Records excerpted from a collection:
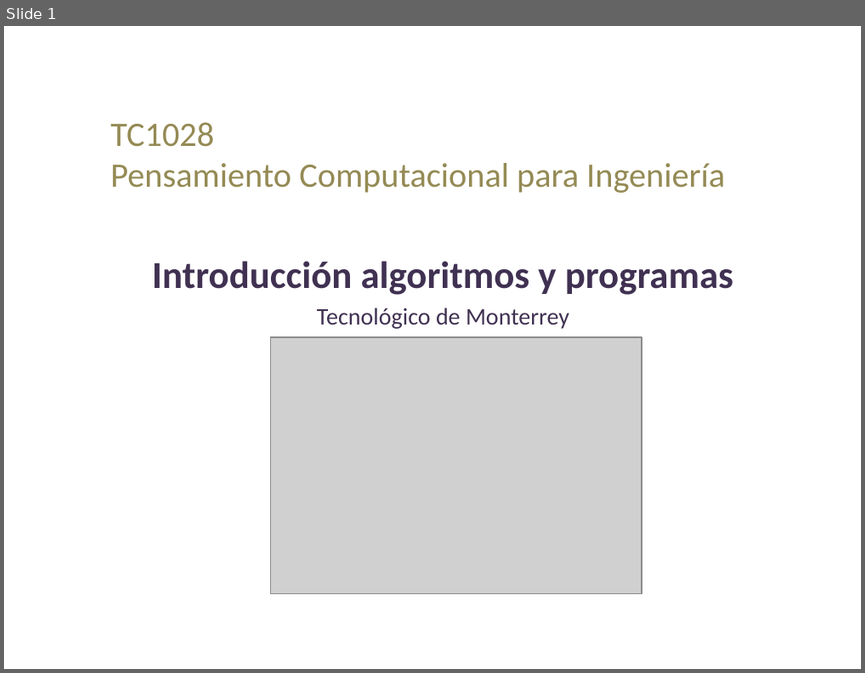
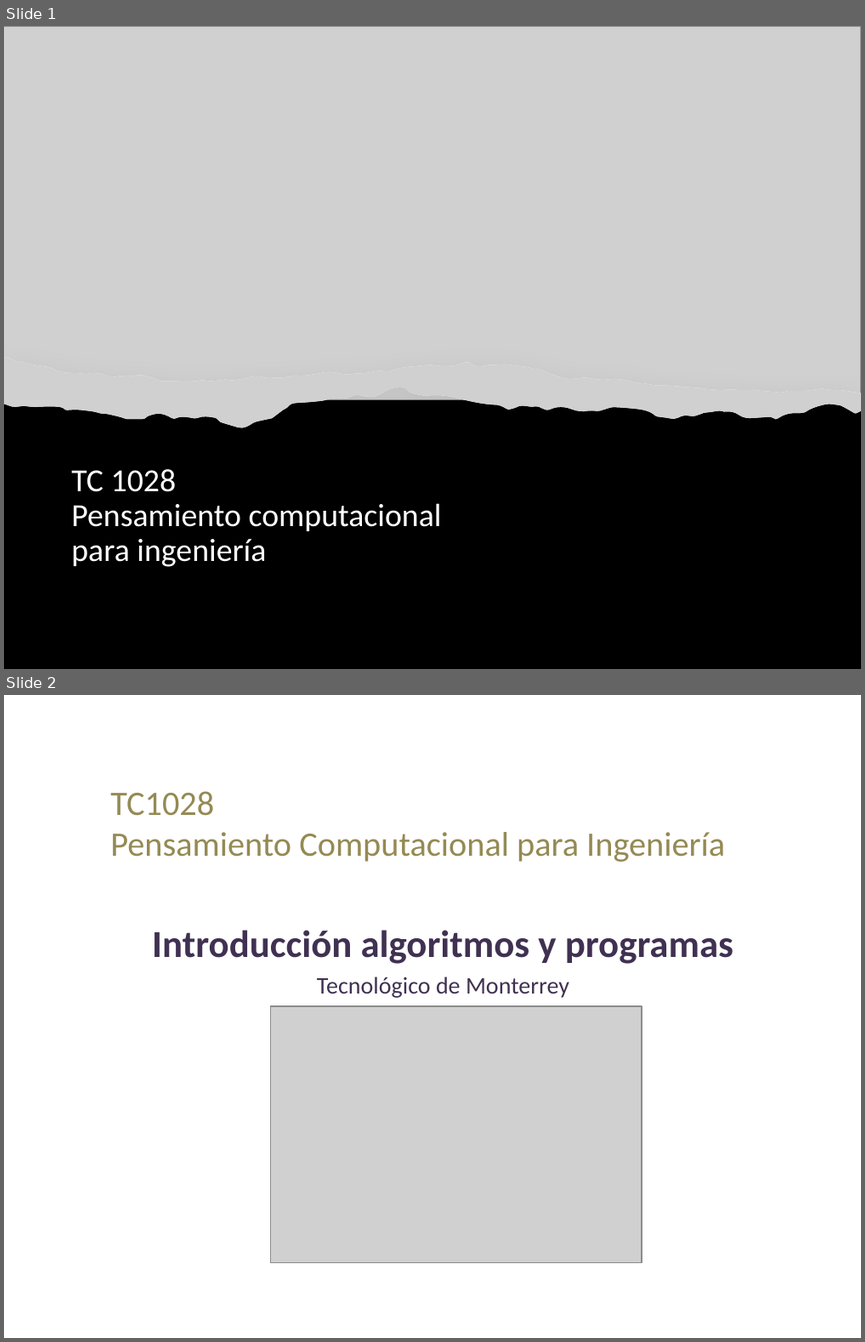
Before and after one commit to lizetheP/PensamientoC, a slide deck: Calendario2021/presentaciones/1_IntroduccionAlgoritmosProgramas.pptx. Shown one above the other, each under a label of ours: slide 1 before the commit, slides 1 and 2 after it. The pictures are 865x673 and 865x1342 pixels, drawn with LibreOffice and Linux fonts; fonts in the diff are those of the drawing; grey boxes stand for pictures. Boxes give left, top, right and bottom in pixels: in the first picture for what was removed or moved away, otherwise in the second. Text is boxed around its words. In the diff, an @@ line names an element or a change of style, - is before the commit and + after.

```diff
--- a/Calendario2021/presentaciones/1_IntroduccionAlgoritmosProgramas.pptx
+++ b/Calendario2021/presentaciones/1_IntroduccionAlgoritmosProgramas.pptx
@@ slide 1 added at (x1=4, y1=26, x2=861, y2=669), background #FFFFFF @@
@@ rectangle added at (x1=4, y1=26, x2=861, y2=669), fill #000000 @@
@@ picture added at (x1=4, y1=26, x2=861, y2=399) @@
@@ freeform shape added at (x1=4, y1=357, x2=861, y2=428), fill #FFFFFF @@
@@ picture added at (x1=4, y1=357, x2=861, y2=428) @@
@@ title added at (x1=71, y1=469, x2=442, y2=567), 27 pt, text #FFFFFF @@
+TC 1028
+Pensamiento computacional para ingeniería
@@ what was slide 1 is now slide 2 @@
```
Also in this commit, not shown: 3 other files.

_WORK TO COMPLETE_
Show every line above in which the word "added" is found.

_RESPONSE_
@@ slide 1 added at (x1=4, y1=26, x2=861, y2=669), background #FFFFFF @@
@@ rectangle added at (x1=4, y1=26, x2=861, y2=669), fill #000000 @@
@@ picture added at (x1=4, y1=26, x2=861, y2=399) @@
@@ freeform shape added at (x1=4, y1=357, x2=861, y2=428), fill #FFFFFF @@
@@ picture added at (x1=4, y1=357, x2=861, y2=428) @@
@@ title added at (x1=71, y1=469, x2=442, y2=567), 27 pt, text #FFFFFF @@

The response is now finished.